Provided data:
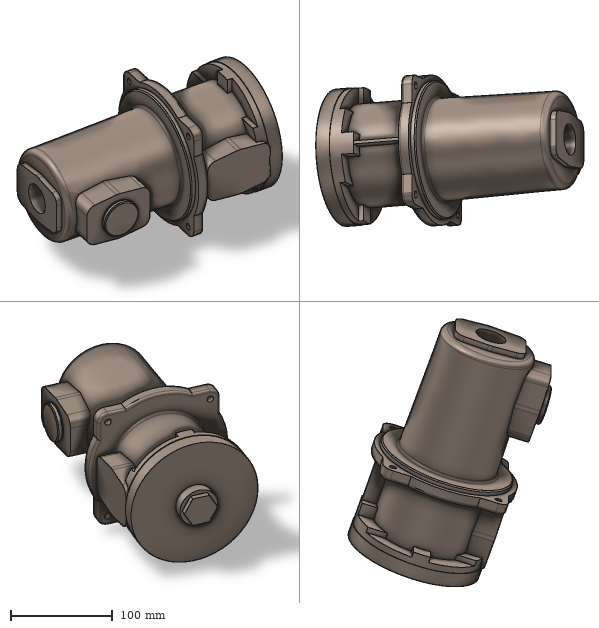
import cadquery as cq
import math

total_length = 258.5

bowl_face = 6.0
bowl_end_radius = 48.5
bowl_root_radius = 50.7
bowl_nose_round = 5.7
root_fillet = 2.5

spigot_face = 136.0
spigot_radius = 68.2
spigot_chamfer = 1.3
flange_front = 141.1
flange_back = 152.8
flange_radius = 74.05
flange_half_square = 65.0
flange_corner_round = 10.3
flange_rim_round = 2.8
bolt_offset = flange_half_square - flange_corner_round
bolt_hole_diameter = 6.7

neck_radius = 51.5
lug_face = 215.0
pocket_floor = 220.8
lid_front = 227.5
lid_back = 242.0
lid_radius = 67.7
collar_radius = 67.2
top_lug_half_width = 8.8
side_lug_half_height = 37.0

key_front = 202.1
key_half_width = 10.9
rib_half_width = 1.5
rib_radius = 66.5

stub_diameter = 40.0
cap_base = 252.8
cap_across_flats = 30.8

pad_half_length = 36.5
pad_half_width = 27.0
pad_end_half_width = 22.7
pad_crown_round = 20.7
pad_corner_round = 10.3
port_face = 67.5
port_root = 25.8
bowl_port_center = 52.2
head_port_center = 192.0

plug_end = 73.7
plug_diameter = 39.3
plug_chamfer = 1.0
plug_groove_width = 1.3
plug_groove_depth = 0.8

bore_diameter = 30.8
bore_floor_diameter = 26.4
bore_depth = 25.8
washer_diameter = 15.8
washer_height = 1.0
nut_across_flats = 13.0
nut_height = 5.2
pin_diameter = 7.0
pin_height = 2.5
pin_bore_diameter = 4.0


def along_y(start):
    """Sketch plane across the axis at Y = start; extrusions run towards +Y, local x is -X."""
    return cq.Workplane(cq.Plane(origin=(0, start, 0), xDir=(-1, 0, 0), normal=(0, 1, 0)))


def hexagon(across_flats):
    """Corner diameter of a hexagon with the given width across flats."""
    return across_flats / math.cos(math.pi / 6)


def pad(height):
    """Plate on the XY plane, long along X, with crowned long sides."""
    outline = [
        (-pad_half_length, -pad_end_half_width),
        (0, -pad_half_width),
        (pad_half_length, -pad_end_half_width),
        (pad_half_length, pad_end_half_width),
        (0, pad_half_width),
        (-pad_half_length, pad_end_half_width),
    ]
    plate = cq.Workplane("XY").polyline(outline).close().extrude(height)
    plate = plate.edges("|Z and (<X or >X)").fillet(pad_corner_round)
    return plate.edges("|Z and (<Y or >Y)").fillet(pad_crown_round)


def bowl():
    """Tapered, closed cup with a rounded nose and a rounded root at the flange spigot."""
    nose_flat = bowl_end_radius - bowl_nose_round
    nose_end = bowl_face + bowl_nose_round
    corner = bowl_nose_round * math.sqrt(0.5)
    root_end = spigot_face - root_fillet
    return (
        cq.Workplane("XY")
        .moveTo(0, bowl_face)
        .lineTo(nose_flat, bowl_face)
        .threePointArc((nose_flat + corner, nose_end - corner), (bowl_end_radius, nose_end))
        .lineTo(bowl_root_radius, root_end)
        .radiusArc((bowl_root_radius + root_fillet, spigot_face), root_fillet)
        .lineTo(bowl_root_radius + root_fillet, flange_front)
        .lineTo(0, flange_front)
        .close()
        .revolve(360, (0, 0), (0, 1))
    )


def port(center):
    """Side port block on the +X side, centred at the given station along Y."""
    block = pad(port_face - port_root)
    return block.rotate((0, 0, 0), (1, 1, 1), 120).translate((port_root, center, 0))


def flange():
    """Round flange merged with a square bolt plate, rounded at the back, with a front spigot."""
    thickness = flange_back - flange_front
    side = 2 * flange_half_square
    square = along_y(flange_front).rect(side, side).extrude(thickness)
    square = square.edges("|Y").fillet(flange_corner_round)
    plate = along_y(flange_front).circle(flange_radius).extrude(thickness).union(square)
    plate = plate.faces(">Y").edges().fillet(flange_rim_round)
    holes = (
        along_y(flange_front)
        .rect(2 * bolt_offset, 2 * bolt_offset, forConstruction=True)
        .vertices()
        .circle(bolt_hole_diameter / 2)
        .extrude(thickness)
    )
    spigot = along_y(spigot_face).circle(spigot_radius).extrude(flange_front - spigot_face)
    spigot = spigot.faces("<Y").edges().chamfer(spigot_chamfer)
    return plate.cut(holes).union(spigot)


def neck():
    """Plain cylinder between flange and collar, flared where it meets the flange."""
    flare_end = flange_back + root_fillet
    return (
        cq.Workplane("XY")
        .moveTo(0, flange_back)
        .lineTo(neck_radius + root_fillet, flange_back)
        .radiusArc((neck_radius, flare_end), root_fillet)
        .lineTo(neck_radius, lid_front)
        .lineTo(0, lid_front)
        .close()
        .revolve(360, (0, 0), (0, 1))
    )


def collar():
    """Disc behind the neck with four pockets, leaving lugs at the top, bottom and sides."""
    reach = 2 * collar_radius
    disc = along_y(lug_face).circle(collar_radius).extrude(lid_front - lug_face)
    for x_side in (-1, 1):
        for z_side in (-1, 1):
            pocket_x = x_side * (top_lug_half_width + reach / 2)
            pocket_z = z_side * (side_lug_half_height + reach / 2)
            pocket = along_y(lug_face).center(-pocket_x, pocket_z).rect(reach, reach)
            disc = disc.cut(pocket.extrude(pocket_floor - lug_face))
    return disc


def side_key():
    """Key under the collar on the -X side, following the collar rim."""
    length = lid_front - key_front
    disc = along_y(key_front).circle(collar_radius).extrude(length)
    strip = along_y(key_front).center(collar_radius, 0).rect(2 * collar_radius, 2 * key_half_width)
    return disc.intersect(strip.extrude(length))


def rib():
    """Thin rib on the -X side between the flange and the key."""
    web = along_y(flange_back).center(rib_radius / 2, 0).rect(rib_radius, 2 * rib_half_width)
    return web.extrude(key_front - flange_back)


def lid():
    """Rear lid with its stub and hexagonal cap."""
    plate = along_y(lid_front).circle(lid_radius).extrude(lid_back - lid_front)
    stub = along_y(lid_back).circle(stub_diameter / 2).extrude(cap_base - lid_back)
    cap = along_y(cap_base).polygon(6, hexagon(cap_across_flats)).extrude(total_length - cap_base)
    return plate.union(stub).union(cap)


def plug():
    """Round plug in the bowl port, grooved at the port face and chamfered at its end."""
    plane = cq.Workplane("YZ", origin=(port_face, bowl_port_center, 0))
    groove = plane.circle(plug_diameter / 2 - plug_groove_depth).extrude(plug_groove_width)
    head_length = plug_end - port_face - plug_groove_width
    head_plane = plane.workplane(offset=plug_groove_width)
    plug_head = head_plane.circle(plug_diameter / 2).extrude(head_length)
    return groove.union(plug_head.faces(">X").edges().chamfer(plug_chamfer))


def bore():
    """Tapered blind bore in the front pad."""
    return (
        along_y(0)
        .circle(bore_diameter / 2)
        .workplane(offset=bore_depth)
        .circle(bore_floor_diameter / 2)
        .loft()
    )


def valve_screw():
    """Washer, nut and drilled pin, stacked forwards from the bore floor."""
    washer = along_y(bore_depth).circle(washer_diameter / 2).extrude(-washer_height)
    nut_base = bore_depth - washer_height
    nut = along_y(nut_base).polygon(6, hexagon(nut_across_flats)).extrude(-nut_height)
    pin_base = nut_base - nut_height
    pin = along_y(pin_base).circle(pin_diameter / 2).circle(pin_bore_diameter / 2).extrude(-pin_height)
    return washer.union(nut).union(pin)


front_pad = pad(bowl_face).rotate((0, 0, 0), (1, 0, 0), 90).translate((0, bowl_face, 0))
ported_bowl = bowl().union(port(bowl_port_center))
ported_bowl = ported_bowl.union(front_pad).cut(bore()).union(valve_screw())

head = neck().union(collar()).union(side_key()).union(port(head_port_center)).union(rib()).union(lid())

result = ported_bowl.union(flange()).union(head).union(plug())

Exercise objective:
Scan the data above and copy each line containing the word "between".

Output below:
    """Plain cylinder between flange and collar, flared where it meets the flange."""
    """Thin rib on the -X side between the flange and the key."""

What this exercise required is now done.